You omitted to note that I would estimate less than 1K for the 1MB+ EGTB bishop and knight endgame. I could also write you a javascript for that. Again this would be based on about fifteen properties of the position rather than considering the 11 million individual positions. The compression ratio has jumped from 14 to 1000+ and I expect would continue to increase exponentially for an optimal routine as the number of positions in an endgame increases. 

This is not a proof that a conceivably practicable solution of chess on these lines exists,  just a conjecture, but @pfren has already pointed out, a solution by EGTBs appears to be completely impracticable simply from a storage point of view. If such a practicable solution does exist, the hard bit is finding it.

pfren

Even using the false assumption that each of these 10^46 positions can be stored at just one atom, it is still way too much to get the available storage for solving chess. The number of atoms in the Universe according to the latest evaluations do not excheed 10^82, and it is more than apparent that we cannot take a short ride to gazillions of these atoms.

Prometheus_Fuschs
btickler escribió:
Prometheus_Fuschs wrote:
 

No, you do not need to traverse all of the game tree to make a proof. It's the only way we know of to prove it but it doesn't mean it's the only possible way we could prove it. Wikipedia explicitly says so...

Define what you think you mean by"game tree" . 

You don't have to cover the Shannon number (10^120) in a proof, but you do have to traverse 10^46 positions.  Maybe you should read the actual thread on it, which is 6 years old and 343 pages and covers everything WIkipedia does and a lot more.  

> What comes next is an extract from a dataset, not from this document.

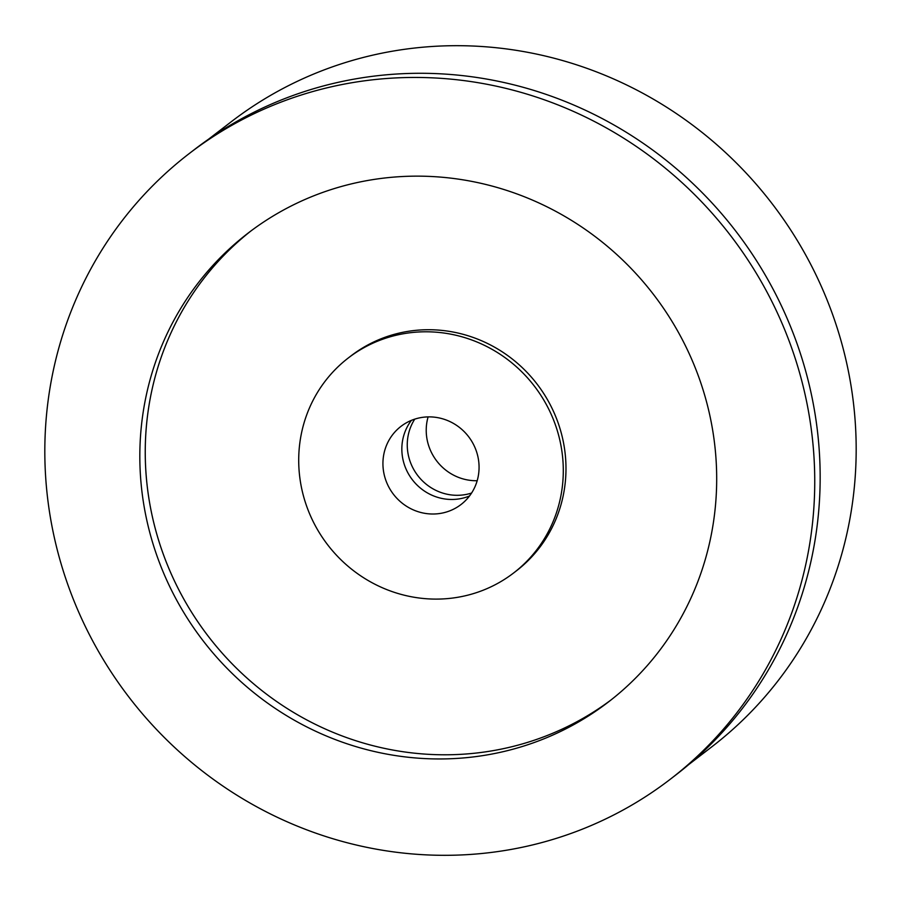 <?xml version="1.0" encoding="UTF-8"?>
<svg xmlns="http://www.w3.org/2000/svg" width="901" height="901" viewBox="0 0 901 901"><rect width="100%" height="100%" fill="white"/><g stroke="black" fill="none" stroke-linecap="round" stroke-linejoin="round"><path stroke-width="1.35" d="M688.905 764.431L711.869 746.771A394.221 378.758 -127.6 0 0 854.677 414.91A394.221 378.758 -127.6 0 0 622.704 83.095A394.221 378.758 -127.6 0 0 231.332 121.691L208.356 139.351M250.782 231.073A295.663 284.074 -127.6 0 0 146.379 477.868A295.663 284.074 -127.6 0 0 318.763 725.981A295.663 284.074 -127.6 0 0 611.16 699.852A295.663 284.074 -127.6 0 1 318.763 725.981A295.663 284.074 -127.6 0 1 146.367 477.879A295.663 284.074 -127.6 0 1 250.782 231.084M513.649 572.957L516.341 570.896A135.612 130.296 -127.6 0 0 565.468 456.739A135.612 130.296 -127.6 0 0 485.662 342.594A135.612 130.296 -127.6 0 0 351.03 355.861L348.349 357.934A135.612 130.296 -127.6 0 0 299.222 472.09A135.612 130.296 -127.6 0 0 379.017 586.236A135.612 130.296 -127.6 0 0 513.649 572.957A135.612 130.296 -127.6 0 0 562.776 458.8A135.612 130.296 -127.6 0 0 482.981 344.655A135.612 130.296 -127.6 0 0 348.349 357.934M471.572 493.05A49.273 47.348 52.4 0 1 407.443 449.16A49.273 47.348 52.4 0 1 414.753 419.134M428.11 416.893A49.273 47.348 -127.6 0 0 426.41 434.575A49.273 47.348 -127.6 0 0 477.181 480.717M383.116 467.856A49.273 47.348 -127.6 0 0 412.106 509.335A49.273 47.348 -127.6 0 0 461.03 504.515A49.273 47.348 -127.6 0 0 478.881 463.035A49.273 47.348 -127.6 0 0 449.881 421.555A49.273 47.348 -127.6 0 0 400.968 426.376A49.273 47.348 -127.6 0 0 383.116 467.856M411.397 420.373A49.273 47.348 -127.6 0 0 402.026 453.316A49.273 47.348 -127.6 0 0 469.522 495.978M715.563 453.057A295.663 284.074 -127.6 0 0 541.58 204.2A295.663 284.074 -127.6 0 0 248.057 233.145A295.663 284.074 -127.6 0 0 140.95 482.046A295.663 284.074 -127.6 0 0 314.933 730.902A295.663 284.074 -127.6 0 0 608.457 701.958A295.663 284.074 -127.6 0 0 715.563 453.057M813.243 447.042A394.615 379.141 -127.6 0 0 581.032 114.889A394.615 379.141 -127.6 0 0 189.266 153.53A394.615 379.141 -127.6 0 0 46.323 485.718A394.615 379.141 -127.6 0 0 278.533 817.871A394.615 379.141 -127.6 0 0 670.288 779.241A394.615 379.141 -127.6 0 0 813.243 447.042M670.288 779.241L675.705 775.074A394.615 379.141 -127.6 0 0 818.66 442.875A394.615 379.141 -127.6 0 0 586.45 110.733A394.615 379.141 -127.6 0 0 194.684 149.363L189.266 153.53"/></g></svg>

https://www.chess.com/forum/view/general/will-computers-ever-solve-chess?page=1

Ok, show me the proof that you need to "traverse" all legal positions to solve chess...

Thee_Ghostess_Lola

is Leela a female engine ?...cuz its a girl name uknow.

Thee_Ghostess_Lola
pfren wrote:

Even using the false assumption that each of these 10^46 positions can be stored at just one atom, it is still way too much to get the available storage for solving chess. The number of atoms in the Universe according to the latest evaluations do not excheed 10^82, and it is more than apparent that we cannot take a short ride to gazillions of these atoms.

i have abt 7 quintillion-billion atoms in my brain. i have no idea how many u have left. tho no dbt ouzo has probably scorched plenty a many.

MARattigan

I don't think ouzo removes atoms from the brain. It just changes their arrangement.